Traditional control methods available today rely on physical sensors placed at various key points in the wastewater treatment plant (WWTP) [2], ready to collect data on numerous parameters, such as dissolved oxygen, turbidity, or nitrogen compounds [8]. Although their performance has proven to be high over time, some disadvantages have emerged, such as high costs, possible mechanical disturbances, and long-term reliability in environments with extreme variations [9].

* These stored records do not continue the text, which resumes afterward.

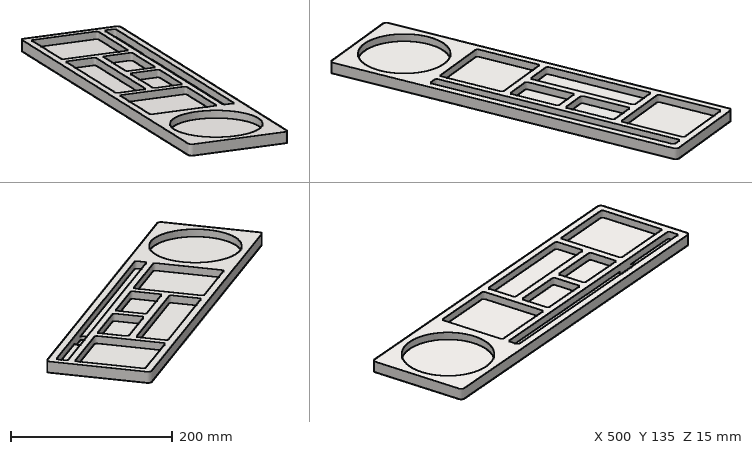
import cadquery as cq

length = 500.0
width = 135.0
height = 15.0
corner_radius = 5.0

floor_thickness = 5.0
rim = 10.0
wall = 10.0
pocket_radius = 3.0
slot_width = 15.0
square_side = 91.0
small_length = 70.0
small_width = 40.0
middle_length = 2 * small_length + wall
round_diameter = 115.0
round_right_margin = 10.0

opening_start = 90.0
opening_length = 30.0

middle_x = rim + square_side + wall
right_square_x = middle_x + middle_length + wall
slot_length = right_square_x + square_side - rim
slot_y = width - rim - slot_width
square_top = rim + square_side
small_y = square_top - small_width
middle_width = small_y - wall - rim
round_x = length - round_right_margin - round_diameter / 2


def rounded_block(x, y, size_x, size_y, bottom):
    """Round-cornered cutter from a given bottom level up to the top face."""
    return (
        cq.Workplane("XY")
        .box(size_x, size_y, height - bottom, centered=False)
        .edges("|Z")
        .fillet(pocket_radius)
        .translate((x, y, bottom))
    )


result = (
    cq.Workplane("XY")
    .box(length, width, height, centered=False)
    .edges("|Z")
    .fillet(corner_radius)
)

pockets = [
    (rim, slot_y, slot_length, slot_width),
    (rim, rim, square_side, square_side),
    (right_square_x, rim, square_side, square_side),
    (middle_x, rim, middle_length, middle_width),
    (middle_x, small_y, small_length, small_width),
    (middle_x + small_length + wall, small_y, small_length, small_width),
]
for x, y, size_x, size_y in pockets:
    result = result.cut(rounded_block(x, y, size_x, size_y, floor_thickness))

result = result.cut(rounded_block(opening_start, slot_y, opening_length, slot_width, 0))

round_recess = (
    cq.Workplane("XY", origin=(round_x, width / 2, floor_thickness))
    .circle(round_diameter / 2)
    .extrude(height - floor_thickness)
)
result = result.cut(round_recess)

In support of these methods, recent research has been directed toward software sensors, designed to complement or even partially replace these systems [8]. Developed to integrate artificial intelligence (AI) and machine learning (ML) methods in estimating more than the effluent parameters, they promise available measurements online, real-time estimation of variables, a reduction in costs, and low risk of instrumentation and maintenance [5]. However, even the accuracy and robustness of soft sensors can be influenced by weather conditions such as rain and storms if the ML methods are not well chosen and trained [10]. Moreover, as in the case of physical sensors, large variations in WWTP flow and the amount of pollutants could influence the predictions.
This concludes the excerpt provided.